What the hell was happening then?

Could Trautman be wrong?

And if he was wrong about that, what else, then?

A deep sense of anxiety overcame him, as if he had just made a mistake himself.

Rambo then looked around, but saw other frightened faces just like his own.

It felt like being inside a science fiction movie.

 

The imperial citadel and the university district had already fallen at the hands of the Vietcong, and it seemed that a blue and red North Vietnamese flag was already waving over the top of one of the ancient buildings.

The US embassy was under siege and there was no information about the ambassador himself, and no one knew if was alive or dead.

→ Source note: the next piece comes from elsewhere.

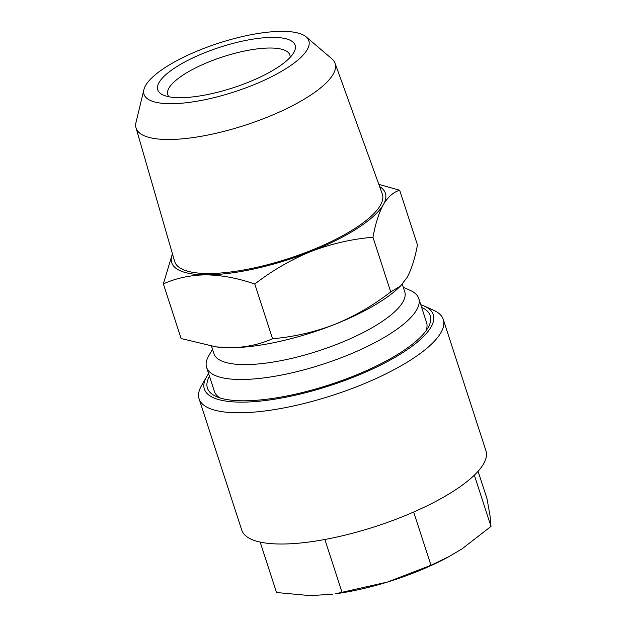 <?xml version="1.0" encoding="UTF-8"?>
<svg xmlns="http://www.w3.org/2000/svg" width="627" height="627" viewBox="0 0 627 627"><rect width="100%" height="100%" fill="white"/><g stroke="black" fill="none" stroke-linecap="round" stroke-linejoin="round"><path stroke-width="0.94" d="M208.626 373.645A120.36 35.535 -18 0 0 206.565 376.811A120.36 35.535 -18 0 0 214.646 398.247A120.36 35.535 -18 0 0 366.082 371.905A120.36 35.535 -18 0 0 424.299 306.07A120.36 35.535 -18 0 0 423.006 305.521A120.36 35.535 -18 0 0 420.772 304.714M206.565 376.811L201.455 385.77A128.386 37.902 -18 0 0 199.096 398.85A128.386 37.902 -18 0 0 210.069 408.632A128.386 37.902 -18 0 0 353.487 387.964A128.386 37.902 -18 0 0 443.297 319.504A128.386 37.902 -18 0 0 433.704 310.302L424.299 306.07M199.096 398.85L241.74 530.089A128.386 37.902 -18 0 0 252.712 539.871A128.386 37.902 -18 0 0 396.131 519.203A128.386 37.902 -18 0 0 485.941 450.742L443.297 319.504M219.787 397.855A111.535 32.933 162 0 1 214.41 391.452L206.589 367.398A111.535 32.933 -18 0 0 240.737 379.5A111.535 32.933 -18 0 0 360.235 349.788A111.535 32.933 -18 0 0 418.742 298.46A111.535 32.933 -18 0 0 410.403 290.473L403.294 287.268M421.634 307.355A117.147 34.587 162 0 1 428.092 327.623A117.147 34.587 162 0 1 331.032 384.28A117.147 34.587 162 0 1 217.42 397.016A117.147 34.587 162 0 1 216.166 396.483A117.147 34.587 162 0 1 209.481 376.286M168.976 96.777A64.189 18.951 162 0 1 167.754 94.661A64.189 18.951 162 0 1 183.554 74.731A64.189 18.951 162 0 1 248.253 50.293A64.189 18.951 162 0 1 289.854 54.988A64.189 18.951 162 0 1 290.105 57.418M277.338 67.638A72.215 21.318 162 0 1 163.153 95.022A72.215 21.318 162 0 1 175.529 67.434A72.215 21.318 162 0 1 258.285 38.38A72.215 21.318 162 0 1 293.789 52.574A72.215 21.318 162 0 1 277.338 67.638M143.928 89.543L136.004 122.39A104.631 30.895 -18 0 0 136.028 127.869A104.631 30.895 -18 0 0 168.146 139.507A104.631 30.895 -18 0 0 280.684 111.441A104.631 30.895 -18 0 0 335.045 63.209A104.631 30.895 -18 0 0 331.84 58.766L306.117 36.844A86.659 25.589 -18 0 0 282.322 31.35A86.659 25.589 -18 0 0 196.259 51.461A86.659 25.589 -18 0 0 143.928 89.543A86.659 25.589 -18 0 0 170.544 103.714A86.659 25.589 -18 0 0 269.884 77.56A86.659 25.589 -18 0 0 306.117 36.844M136.028 127.869L174.635 261.373A109.169 32.236 -18 0 0 208.148 273.521A109.169 32.236 -18 0 0 325.562 244.24A109.169 32.236 -18 0 0 382.282 193.908L335.045 63.209M418.742 298.46L426.564 322.521A111.535 32.933 162 0 1 425.976 330.86M211.534 346.245L213.956 353.714A100.296 29.61 -18 0 0 244.663 364.6A100.296 29.61 -18 0 0 352.131 337.882A100.296 29.61 -18 0 0 404.744 291.727L402.299 284.219M390.723 291.916L372.955 237.241C375.416 223.729 378.888 212.859 383.356 204.621C387.995 196.854 393.435 192.066 399.681 190.24L417.449 244.922C414.98 258.434 411.516 269.304 407.048 277.534L400.465 286.084L390.723 291.916C373.324 305.396 354.616 316.235 334.599 324.441A112.335 33.168 -18 0 0 397.973 288.412L400.465 286.084M215.97 346.872L217.483 347.052A112.335 33.168 -18 0 0 229.795 347.75A112.335 33.168 -18 0 0 334.599 324.441C314.37 332.177 293.695 336.934 272.549 338.729C259.641 344.505 245.384 347.515 229.795 347.75L215.978 346.864L181.117 338.541L163.349 283.866C176.446 278.043 190.694 275.041 206.103 274.845C221.872 275.143 238.103 278.216 254.789 284.055C272.181 270.566 290.889 259.727 310.906 251.529C331.134 243.793 351.818 239.028 372.955 237.241M212.514 349.255L208.642 356.026A111.535 32.933 -18 0 0 206.589 367.398M399.681 190.24L378.833 184.362M272.549 338.729L254.789 284.055M172.425 253.739L163.349 283.866M172.464 253.864A112.335 33.168 -18 0 0 206.103 274.845A112.335 33.168 -18 0 0 310.906 251.529A112.335 33.168 -18 0 0 383.356 204.621A112.335 33.168 -18 0 0 379.625 186.556M478.087 471.277L487.046 498.849L490.016 515.692L490.996 526.414L461.981 548.907L448.783 556.721L430.976 565.272L387.557 582.028L335.045 593.871A112.335 33.168 -18 0 0 387.557 582.028A112.335 33.168 -18 0 0 447.937 557.184A112.335 33.168 -18 0 0 449.786 556.18M332.623 594.184L310.341 595.65L276.546 592.523L260.158 542.089M474.341 475.164L490.996 526.414M413.671 512.024L430.976 565.272M324.872 539.486L342.146 592.656M447.937 557.184L448.791 556.729"/></g></svg>

This was changing everything.

From now on, the Vietcong would never have any limit.

They made it then... They could now face the Americans at the same level.

That was becoming a clash of armies, an all-out war... And all of that despite the fact that Trautman had always said that something like that would never have happened.

One at a time all of Rambo's team mates came into the mess room, and he read the worry on their faces too, just like all of the others.

At this point, their being sent to Vietnam was a cert.

And this time it was going to be far more difficult than the first time, during his first tour of duty.

Rambo then looked at his hand, and wondered where Morris was, his officer that lost one hand in '66, during the hill defence.

He asked himself if where Morris was, he was listening to that news too.

Rambo asked himself what someone like him, who knew the 'moves', might be thinking.

He then asked himself if Trautman really knew the moves as well as he was always saying.

And he hoped that Trautman knew his job for real, because that evening, after the Tet offensive, he wasn't so sure about it anymore.